Download documents from S3 and extract text using Docling.

Each input document is downloaded from S3, converted to a :class:DoclingDocument via the Docling library, and persisted as a JSON file in output_dir. Conversion runs in a separate process pool (multiprocess library, "spawn" context) while downloads happen concurrently in a thread pool.

Parameters:

  • documents (list[dict]) –

    List of document descriptor dicts, each with at least a "key" and "size_bytes" entry (as produced by :func:~ai4rag.components.data.documents_discovery.discover_documents).

  • bucket (str) –

    S3-compatible bucket name.

  • output_dir (str | Path) –

    Local directory where DoclingDocument JSON files are written.

  • s3_endpoint (str | None, default: None ) –

    S3-compatible endpoint URL. Falls back to AWS_S3_ENDPOINT.

  • s3_access_key (str | None, default: None ) –

    AWS access key. Falls back to AWS_ACCESS_KEY_ID.

  • s3_secret_key (str | None, default: None ) –

    AWS secret key. Falls back to AWS_SECRET_ACCESS_KEY.

  • s3_region (str | None, default: None ) –

    AWS region. Falls back to AWS_DEFAULT_REGION.

  • error_tolerance (float | None, default: None ) –

    Fraction of documents (0.0--1.0) allowed to fail. None means zero tolerance.
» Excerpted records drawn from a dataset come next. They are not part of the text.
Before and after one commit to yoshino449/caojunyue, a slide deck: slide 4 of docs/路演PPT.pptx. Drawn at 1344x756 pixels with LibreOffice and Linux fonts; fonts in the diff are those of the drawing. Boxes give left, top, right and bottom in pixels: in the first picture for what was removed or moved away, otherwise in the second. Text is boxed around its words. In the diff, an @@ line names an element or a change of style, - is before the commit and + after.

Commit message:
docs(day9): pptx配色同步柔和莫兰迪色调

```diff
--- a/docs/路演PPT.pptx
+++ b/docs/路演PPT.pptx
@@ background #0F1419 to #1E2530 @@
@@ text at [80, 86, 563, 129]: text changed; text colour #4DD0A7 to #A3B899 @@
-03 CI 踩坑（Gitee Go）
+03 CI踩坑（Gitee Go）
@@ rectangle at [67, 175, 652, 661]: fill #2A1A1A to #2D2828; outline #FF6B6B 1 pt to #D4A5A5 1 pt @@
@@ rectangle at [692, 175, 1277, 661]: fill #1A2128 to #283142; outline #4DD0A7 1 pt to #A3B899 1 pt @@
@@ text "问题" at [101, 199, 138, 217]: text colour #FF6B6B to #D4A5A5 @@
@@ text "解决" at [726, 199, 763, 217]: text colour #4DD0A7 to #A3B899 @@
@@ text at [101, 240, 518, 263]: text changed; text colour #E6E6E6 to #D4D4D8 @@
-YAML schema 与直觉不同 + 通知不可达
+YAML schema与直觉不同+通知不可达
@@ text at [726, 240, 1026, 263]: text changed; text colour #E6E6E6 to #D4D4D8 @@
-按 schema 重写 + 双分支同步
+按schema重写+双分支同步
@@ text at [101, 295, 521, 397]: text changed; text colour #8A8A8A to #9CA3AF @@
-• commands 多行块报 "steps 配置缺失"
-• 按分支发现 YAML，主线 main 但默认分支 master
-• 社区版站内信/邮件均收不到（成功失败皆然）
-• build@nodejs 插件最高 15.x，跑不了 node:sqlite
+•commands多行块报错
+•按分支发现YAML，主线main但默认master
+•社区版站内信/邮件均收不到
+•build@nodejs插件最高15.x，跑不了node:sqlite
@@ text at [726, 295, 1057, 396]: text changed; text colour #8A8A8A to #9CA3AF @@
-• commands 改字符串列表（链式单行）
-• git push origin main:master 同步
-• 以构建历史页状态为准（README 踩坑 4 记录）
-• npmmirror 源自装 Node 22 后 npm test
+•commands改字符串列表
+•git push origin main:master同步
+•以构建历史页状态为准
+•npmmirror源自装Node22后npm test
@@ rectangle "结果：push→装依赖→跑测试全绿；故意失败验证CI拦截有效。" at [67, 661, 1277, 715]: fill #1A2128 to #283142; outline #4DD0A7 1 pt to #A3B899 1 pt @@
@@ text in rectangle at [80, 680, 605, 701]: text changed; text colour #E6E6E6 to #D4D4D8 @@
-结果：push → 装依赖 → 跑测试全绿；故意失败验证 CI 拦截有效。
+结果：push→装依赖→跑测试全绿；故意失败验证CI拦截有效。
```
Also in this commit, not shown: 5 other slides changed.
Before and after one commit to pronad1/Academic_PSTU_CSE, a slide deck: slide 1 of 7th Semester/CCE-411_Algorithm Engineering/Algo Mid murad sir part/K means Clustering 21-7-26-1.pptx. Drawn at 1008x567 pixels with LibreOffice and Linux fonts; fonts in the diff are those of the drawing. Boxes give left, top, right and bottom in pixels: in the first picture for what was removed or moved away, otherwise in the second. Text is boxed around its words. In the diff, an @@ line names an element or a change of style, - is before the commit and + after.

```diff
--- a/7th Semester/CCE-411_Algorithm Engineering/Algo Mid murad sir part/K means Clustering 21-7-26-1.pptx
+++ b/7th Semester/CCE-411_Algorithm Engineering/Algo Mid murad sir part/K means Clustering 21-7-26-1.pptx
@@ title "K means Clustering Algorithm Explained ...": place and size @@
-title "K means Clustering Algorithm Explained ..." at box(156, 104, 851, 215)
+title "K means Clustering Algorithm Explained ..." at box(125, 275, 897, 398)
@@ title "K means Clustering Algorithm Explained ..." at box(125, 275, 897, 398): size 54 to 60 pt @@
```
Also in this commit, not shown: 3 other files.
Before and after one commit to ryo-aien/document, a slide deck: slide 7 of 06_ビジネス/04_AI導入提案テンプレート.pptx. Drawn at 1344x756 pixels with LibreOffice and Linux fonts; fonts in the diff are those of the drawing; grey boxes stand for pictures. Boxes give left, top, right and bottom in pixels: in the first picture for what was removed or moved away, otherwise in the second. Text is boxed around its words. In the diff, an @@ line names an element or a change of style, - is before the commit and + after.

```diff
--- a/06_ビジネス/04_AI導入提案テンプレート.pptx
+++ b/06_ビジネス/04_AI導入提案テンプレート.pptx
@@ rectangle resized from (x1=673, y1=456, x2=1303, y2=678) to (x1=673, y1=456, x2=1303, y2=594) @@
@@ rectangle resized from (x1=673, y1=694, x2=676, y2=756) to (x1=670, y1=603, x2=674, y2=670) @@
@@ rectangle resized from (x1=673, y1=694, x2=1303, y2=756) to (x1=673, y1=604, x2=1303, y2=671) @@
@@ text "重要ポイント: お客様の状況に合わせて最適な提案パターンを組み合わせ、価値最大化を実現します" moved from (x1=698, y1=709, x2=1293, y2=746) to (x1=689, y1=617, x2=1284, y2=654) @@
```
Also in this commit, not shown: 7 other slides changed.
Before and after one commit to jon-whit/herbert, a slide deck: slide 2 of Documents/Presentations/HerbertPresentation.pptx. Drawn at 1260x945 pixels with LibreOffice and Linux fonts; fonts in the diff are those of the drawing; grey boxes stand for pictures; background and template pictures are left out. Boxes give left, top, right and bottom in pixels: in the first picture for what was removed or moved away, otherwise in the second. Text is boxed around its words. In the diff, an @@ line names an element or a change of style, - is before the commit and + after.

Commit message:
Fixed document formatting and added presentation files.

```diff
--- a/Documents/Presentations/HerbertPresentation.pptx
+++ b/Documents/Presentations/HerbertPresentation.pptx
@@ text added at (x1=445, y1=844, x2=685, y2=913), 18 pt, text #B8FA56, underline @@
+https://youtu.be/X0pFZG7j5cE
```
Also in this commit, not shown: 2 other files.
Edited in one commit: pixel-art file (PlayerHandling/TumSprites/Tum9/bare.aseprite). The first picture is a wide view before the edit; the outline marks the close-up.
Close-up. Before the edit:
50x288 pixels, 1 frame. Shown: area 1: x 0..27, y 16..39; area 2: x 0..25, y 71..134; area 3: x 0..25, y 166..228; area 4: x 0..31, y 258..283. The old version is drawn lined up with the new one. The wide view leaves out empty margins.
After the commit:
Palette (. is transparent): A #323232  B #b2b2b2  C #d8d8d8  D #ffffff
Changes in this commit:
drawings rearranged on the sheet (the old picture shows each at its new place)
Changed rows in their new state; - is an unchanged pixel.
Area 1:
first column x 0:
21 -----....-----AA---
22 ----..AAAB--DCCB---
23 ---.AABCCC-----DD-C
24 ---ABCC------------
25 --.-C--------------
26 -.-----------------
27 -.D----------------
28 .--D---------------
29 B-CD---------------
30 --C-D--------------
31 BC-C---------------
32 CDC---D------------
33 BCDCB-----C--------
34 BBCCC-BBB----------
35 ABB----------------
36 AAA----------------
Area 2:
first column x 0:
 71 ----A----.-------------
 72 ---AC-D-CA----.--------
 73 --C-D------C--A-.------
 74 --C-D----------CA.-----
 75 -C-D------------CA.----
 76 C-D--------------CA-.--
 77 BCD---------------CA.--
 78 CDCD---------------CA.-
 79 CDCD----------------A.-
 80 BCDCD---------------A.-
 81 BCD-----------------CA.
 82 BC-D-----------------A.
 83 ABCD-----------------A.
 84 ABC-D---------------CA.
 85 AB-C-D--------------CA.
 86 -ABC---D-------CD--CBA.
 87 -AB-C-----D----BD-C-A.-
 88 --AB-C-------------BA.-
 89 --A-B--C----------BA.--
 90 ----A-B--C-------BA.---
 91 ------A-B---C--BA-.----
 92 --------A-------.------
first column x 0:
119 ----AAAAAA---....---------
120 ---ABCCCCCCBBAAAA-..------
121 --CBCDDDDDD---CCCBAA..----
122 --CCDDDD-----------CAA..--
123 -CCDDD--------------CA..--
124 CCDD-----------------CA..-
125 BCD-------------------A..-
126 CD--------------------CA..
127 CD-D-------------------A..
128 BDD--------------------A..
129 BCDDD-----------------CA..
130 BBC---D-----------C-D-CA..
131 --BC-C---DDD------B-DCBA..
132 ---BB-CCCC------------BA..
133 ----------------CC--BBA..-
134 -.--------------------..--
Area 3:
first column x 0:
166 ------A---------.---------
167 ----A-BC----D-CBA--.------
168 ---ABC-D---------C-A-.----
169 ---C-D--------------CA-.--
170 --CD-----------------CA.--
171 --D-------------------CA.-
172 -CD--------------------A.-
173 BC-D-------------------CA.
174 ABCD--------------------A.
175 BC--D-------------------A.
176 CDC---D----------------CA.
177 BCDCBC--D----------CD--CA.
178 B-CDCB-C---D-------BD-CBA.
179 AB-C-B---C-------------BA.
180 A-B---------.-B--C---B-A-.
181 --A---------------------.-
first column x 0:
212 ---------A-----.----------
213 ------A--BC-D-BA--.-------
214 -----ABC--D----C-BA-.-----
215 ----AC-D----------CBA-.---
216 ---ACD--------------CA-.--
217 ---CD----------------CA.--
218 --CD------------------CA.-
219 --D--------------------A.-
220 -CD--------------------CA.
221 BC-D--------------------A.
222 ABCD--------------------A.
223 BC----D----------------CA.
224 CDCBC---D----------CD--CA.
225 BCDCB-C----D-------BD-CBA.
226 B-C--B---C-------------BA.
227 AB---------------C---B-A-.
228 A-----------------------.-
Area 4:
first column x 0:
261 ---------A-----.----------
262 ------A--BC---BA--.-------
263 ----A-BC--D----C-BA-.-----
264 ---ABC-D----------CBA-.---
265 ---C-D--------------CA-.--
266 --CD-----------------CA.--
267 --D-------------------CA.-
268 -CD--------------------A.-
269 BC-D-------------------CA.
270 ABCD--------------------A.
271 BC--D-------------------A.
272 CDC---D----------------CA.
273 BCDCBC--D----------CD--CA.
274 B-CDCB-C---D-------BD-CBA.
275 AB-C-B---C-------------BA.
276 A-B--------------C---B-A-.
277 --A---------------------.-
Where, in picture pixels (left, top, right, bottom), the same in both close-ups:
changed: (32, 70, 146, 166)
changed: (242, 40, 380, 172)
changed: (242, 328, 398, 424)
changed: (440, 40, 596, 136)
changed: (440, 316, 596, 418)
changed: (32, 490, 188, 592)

  • max_extraction_workers (int | None, default: None ) –

    Number of parallel worker processes. Defaults to min(max(1, cpu_count // 2), 8).

  • docling_artifacts_path (str | None, default: None ) –

    Path to pre-downloaded Docling model artifacts for offline use. Falls back to DOCLING_ARTIFACTS_PATH environment variable.

Returns:

Raises:

  • RuntimeError

    If the error count exceeds the allowed tolerance.

Source code in ai4rag/components/data/text_extraction.py
def extract_text(  # pylint: disable=too-many-locals,too-many-arguments,too-many-positional-arguments
    documents: list[dict],
    bucket: str,
    output_dir: str | Path,
    s3_endpoint: str | None = None,
    s3_access_key: str | None = None,
    s3_secret_key: str | None = None,
    s3_region: str | None = None,
    error_tolerance: float | None = None,
    max_extraction_workers: int | None = None,
    docling_artifacts_path: str | None = None,
) -> ExtractionResult:
    """Download documents from S3 and extract text using Docling.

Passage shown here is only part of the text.